Saturday, January 16, 2010

How done is that turkey in the window?

Thanksgiving was fast approaching and I was ready and anticipatory. I was feeling good. I'd had five days to recoup after my surgery and had done small projects around the house at a leisurely pace. Jeff was leaving Tuesday night to start driving a customer's car to Phoenix. He had agreed to this schedule before he knew the kids were coming in. He'd be spending Thanksgiving day with his brother and sister-in-law in Phoenix and flying home late Friday. I was sorry that he wasn't going to be with us for the holiday, but the up side was that I knew with Jeff on the road, the house would stay clean. The dining table would remain the dining table rather than his "office".

Once again I would be ensconced in a frenetic schedule, but this was not work. This was fun. And I was ready for some fun. I had planned every event with our granddaughters in mind. Making memories of good times with grandma and grandpa (albeit, mostly in absentia this time). Scott and his family arrived late Wednesday afternoon and after a quick dinner, we took his girls Chloe, 9, and Livy, 7, to see Jim Carrey's new A Christmas Carol movie. Kind of funny. Kind of dark. Kind of awesome cinematically. It was the kick-off of our activities.

Thursday morning, we all served a full Thanksgiving meal to the troops at my church and then came home to our own Thanksgiving dinner. I had put the turkey in the oven before we left that morning and set the automatic cook timer. First time I had ever used it. Enter when you want it to be ready, how long you want it to cook and at what temperature, and it calculates when it needs to start. How does it do that???? It doesn't have fingers to count on. I wasn't sure I had done it right. It was either going to cook for 3 hours and 15 minutes. Or else it was going to cook for 3 minutes and 15 seconds, in which case we'd be having a vegetarian Thanksgiving dinner -- not that there's anything wrong with that. But my friend Linn's husband John would be joining us, as Linn had flown to North Carolina to help their daughter with a health crisis in her household. I knew John was lonesome and worried about his family, so I was hopeful we'd be able to distract him with a good meal, followed by watching Wall-E.
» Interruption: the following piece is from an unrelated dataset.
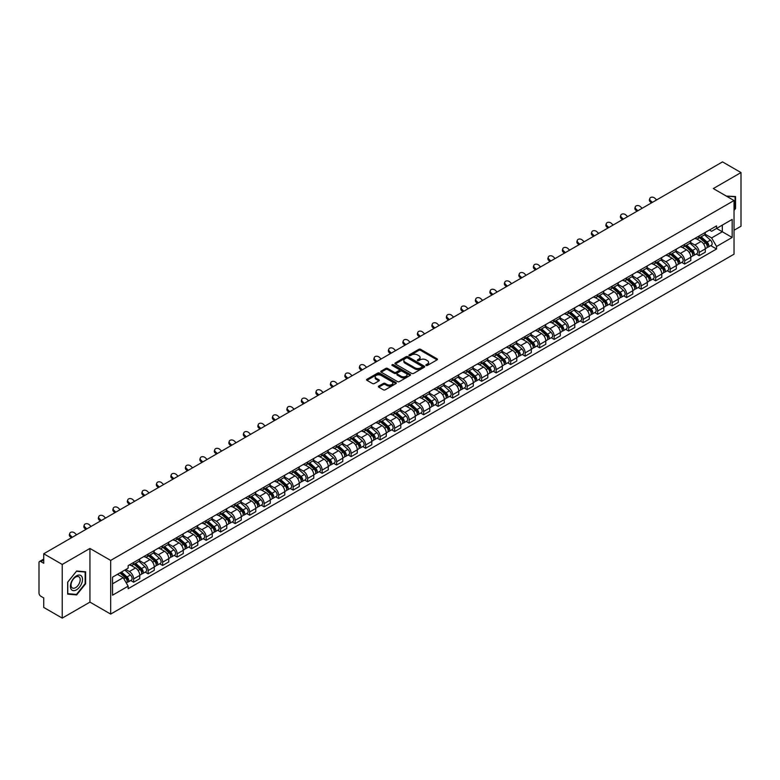 <?xml version="1.0" encoding="UTF-8"?>
<svg xmlns="http://www.w3.org/2000/svg" width="780" height="780" viewBox="0 0 780 780"><rect width="100%" height="100%" fill="white"/><g stroke="black" fill="none" stroke-linecap="round" stroke-linejoin="round"><path stroke-width="1.17" d="M426.094 365.459A0.907 0.517 0 0 0 427.372 365.459L437.063 359.863A1.287 0.741 0 0 0 437.444 359.336A1.287 0.741 0 0 0 437.063 358.81L420.644 349.333A1.287 0.741 0 0 0 418.821 349.333L409.12 354.929A0.907 0.517 0 0 0 410.397 355.66L411.655 354.939A4.134 2.389 0 0 1 417.495 354.939L418.86 355.729A4.134 2.389 0 0 1 420.069 357.415A4.134 2.389 0 0 1 418.86 359.102L417.612 359.824A0.907 0.517 0 0 0 418.889 360.565L420.137 359.843A4.134 2.389 0 0 1 425.977 359.843L427.352 360.633A4.134 2.389 0 0 1 428.561 362.31A4.134 2.389 0 0 1 427.352 363.997L426.094 364.728A0.907 0.517 0 0 0 426.094 365.459L426.094 364.728M378.758 386.1A1.287 0.741 0 0 0 378.388 386.627A1.287 0.741 0 0 0 378.758 387.153L383.37 389.815A1.287 0.741 0 0 0 385.193 389.815L395.957 383.594A1.287 0.741 0 0 0 396.337 383.068A1.287 0.741 0 0 0 395.957 382.541L379.538 373.064A1.287 0.741 0 0 0 377.715 373.064L366.941 379.275A1.287 0.741 0 0 0 366.571 379.802A1.287 0.741 0 0 0 366.941 380.328L372.508 383.546A1.287 0.741 0 0 0 374.332 383.546L378.944 380.884A1.287 0.741 0 0 0 379.324 380.357A1.287 0.741 0 0 0 378.944 379.831L376.184 378.241A3.451 1.989 0 0 1 375.17 376.828A3.451 1.989 0 0 1 377.305 374.985A3.451 1.989 0 0 1 381.069 375.414L391.882 381.664A3.451 1.989 0 0 1 392.886 383.068A3.451 1.989 0 0 1 390.76 384.91A3.451 1.989 0 0 1 386.997 384.481L385.193 383.438A1.287 0.741 0 0 0 383.37 383.438L378.758 386.1L378.758 387.153M110.672 560.42L89.944 548.457L62.234 564.447L43.739 553.761L722.504 161.889L741 172.565L713.3 188.555L734.029 200.528L110.672 560.42L110.672 614.084L734.029 254.192L734.029 200.528M411.743 373.435A1.287 0.741 0 0 0 413.566 373.435L424.34 367.214A1.287 0.741 0 0 0 424.71 366.688A1.287 0.741 0 0 0 424.34 366.161L407.911 356.674A1.287 0.741 0 0 0 406.087 356.674L395.323 362.895A1.287 0.741 0 0 0 394.943 363.421A1.287 0.741 0 0 0 395.323 363.948L411.743 373.435M392.535 365.654A0.907 0.517 0 0 1 393.452 365.781L410.134 375.414L399.38 381.625A1.287 0.741 0 0 1 397.556 381.625L381.137 372.138L385.739 369.496L385.739 368.423L381.137 371.085A1.287 0.741 0 0 0 380.757 371.611A1.287 0.741 0 0 0 381.137 372.138L381.137 371.085M385.739 369.496A1.287 0.741 0 0 1 387.562 369.496L387.562 368.423A1.287 0.741 0 0 0 385.739 368.423M387.562 368.423L394.222 372.274A1.287 0.741 0 0 0 396.055 372.274L399.106 370.51A1.287 0.741 0 0 0 399.487 369.983A1.287 0.741 0 0 0 399.106 369.457L392.174 365.45A0.907 0.517 0 0 1 393.452 364.709L410.144 374.351A1.287 0.741 0 0 1 410.524 374.878A1.287 0.741 0 0 1 410.144 375.404L410.144 374.351M62.234 564.447L62.234 618.111L43.739 607.435L43.739 597.938L40.862 596.271A2.633 1.521 -120 0 1 39 593.053L39 562.673A2.633 1.521 -120 0 1 39.546 561.473L43.739 559.045M734.029 230.256L741 226.239L741 172.565M62.234 618.111L89.944 602.121L110.672 614.084M43.739 553.761L43.739 563.267L40.862 561.6A2.633 1.521 -120 0 0 39.546 561.473M699.173 235.95A6.045 3.49 60 0 1 697.915 238.66L704.057 235.121A6.045 3.49 -120 0 0 705.305 232.401M690.466 242.463L694.892 245.018A6.045 3.49 60 0 1 699.173 252.427L705.305 248.878A6.045 3.49 -120 0 0 701.025 241.478L696.637 238.943M705.305 248.878L705.305 252.154L699.173 255.694L696.228 253.997M697.915 238.66A6.045 3.49 60 0 1 694.941 238.387M699.173 252.427L699.173 255.694M684.664 244.316A6.045 3.49 60 0 1 683.417 247.036L689.549 243.496A6.045 3.49 -120 0 0 690.807 240.776M681.73 262.373L684.664 264.069L690.807 260.53L690.807 257.254A6.045 3.49 -120 0 0 686.527 249.844L682.139 247.309M683.417 247.036A6.045 3.49 60 0 1 680.443 246.763M675.958 250.828L680.394 253.393A6.045 3.49 60 0 1 684.664 260.793L684.664 264.069M670.166 252.691A6.045 3.49 60 0 1 668.918 255.411L675.051 251.862A6.045 3.49 -120 0 0 676.299 249.151M667.222 270.748L670.166 272.444L676.299 268.895L676.299 265.629A6.045 3.49 -120 0 0 672.029 258.219L667.631 255.684M668.918 255.411A6.045 3.49 60 0 1 665.935 255.138M661.459 259.204L665.896 261.758A6.045 3.49 60 0 1 670.166 269.168L670.166 272.444M655.668 261.066A6.045 3.49 60 0 1 654.41 263.776L660.553 260.237A6.045 3.49 -120 0 0 661.801 257.527M652.724 279.113L655.668 280.81L661.801 277.27L661.801 273.994A6.045 3.49 -120 0 0 657.53 266.594L653.133 264.059M654.41 263.776A6.045 3.49 60 0 1 651.437 263.503M646.961 267.579L651.388 270.133A6.045 3.49 60 0 1 655.668 277.543L655.668 280.81M641.17 269.431A6.045 3.49 60 0 1 639.912 272.152L646.045 268.613A6.045 3.49 -120 0 0 647.303 265.892M638.225 287.488L641.17 289.185L647.303 285.646L647.303 282.37A6.045 3.49 -120 0 0 643.022 274.96L638.635 272.425M639.912 272.152A6.045 3.49 60 0 1 636.938 271.879M632.463 275.944L636.889 278.509A6.045 3.49 60 0 1 641.17 285.909L641.17 289.185M626.662 277.807A6.045 3.49 60 0 1 625.414 280.527L631.547 276.978A6.045 3.49 -120 0 0 632.804 274.267M623.727 295.864L626.662 297.56L632.804 294.011L632.804 290.745A6.045 3.49 -120 0 0 628.524 283.335L624.136 280.8M625.414 280.527A6.045 3.49 60 0 1 622.44 280.254M617.955 284.32L622.391 286.874A6.045 3.49 60 0 1 626.662 294.284L626.662 297.56M612.163 286.182A6.045 3.49 60 0 1 610.916 288.892L617.048 285.353A6.045 3.49 -120 0 0 618.296 282.643M609.219 304.229L612.163 305.926L618.296 302.386L618.296 299.11A6.045 3.49 -120 0 0 614.026 291.71L609.629 289.175M610.916 288.892A6.045 3.49 60 0 1 607.932 288.619M603.457 292.695L607.883 295.25A6.045 3.49 60 0 1 612.163 302.66L612.163 305.926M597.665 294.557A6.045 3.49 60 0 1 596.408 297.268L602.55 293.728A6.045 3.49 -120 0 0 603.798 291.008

Fortunately, we returned home to a roasted turkey and all was right in our world.

Friday morning I awoke to discover what felt like a small doorknob near the lymph node incision scar. I knew what it was. Lymphatic fluid, just hanging around trying to find the missing three lymph nodes. Eventually, it would give up and move to a new home. Or at least I hoped that's what it would do. It didn't hurt. Just felt odd. I didn't think I had done anything untoward that caused it. Just part of the process.

So Friday morning was: hop on the train to Chicago and go see Santa at Macy's on State Street, have lunch at the Walnut Room and then take the girls over to American Girl store, another highlight of their trip. Back home on the train; grab some leftovers and then attend our town's tree-lighting ceremony that night, with Santa arriving on a fire truck, followed by a drive through the Christmas light show. At midnight, I drove up to Milwaukee and picked up Jeff at the airport and brought him home.

Saturday morning, all six of us went to breakfast and then to the live performance of A Christmas Carol at the Lincolnshire Marriott Theater. From there, Scott and family drove back to Des Moines, IA, and Jeff and I drove home and collapsed.

It truly had been a Dickensian holiday, bookended by a film and a live performance of A Christmas Carol. It was fun. It was busy. It was exhausting.

As I drifted off to sleep that night, I couldn't help but think about how much our lives (and our longevity) are impacted by the era wherein we dwell here on earth. If I was fresh off the Mayflower, I'd be a ticking time bomb with no idea my body was cooking its own little evil-doing turkey. No detection. No treatment. No happily ever after. We get what we get when we get it.

In a few decades, the options we have now will no doubt seem archaic. Perhaps they'll implant a device that, while you sleep tight in your bed, zooms toward the tumor like a heat-seeking missile and blasts it into pieces like a shattered window. Then a second implanted little Hoover device will pick up the trail and suck up all the debris. Next morning, you'll get up, hop in your portable pack-and-go helicopter and zip off to work, good as new. And as I relate what it was like in my day, that future generation will look at me in horror and gasp, "you mean they sliced into you, removed that icky thing, then ran toxins through your system and nuked you 'til you were crisp! Good God, woman, and you thought you were lucky?"

And I'll smile and reply, "Yep, I was one lucky Pilgrim."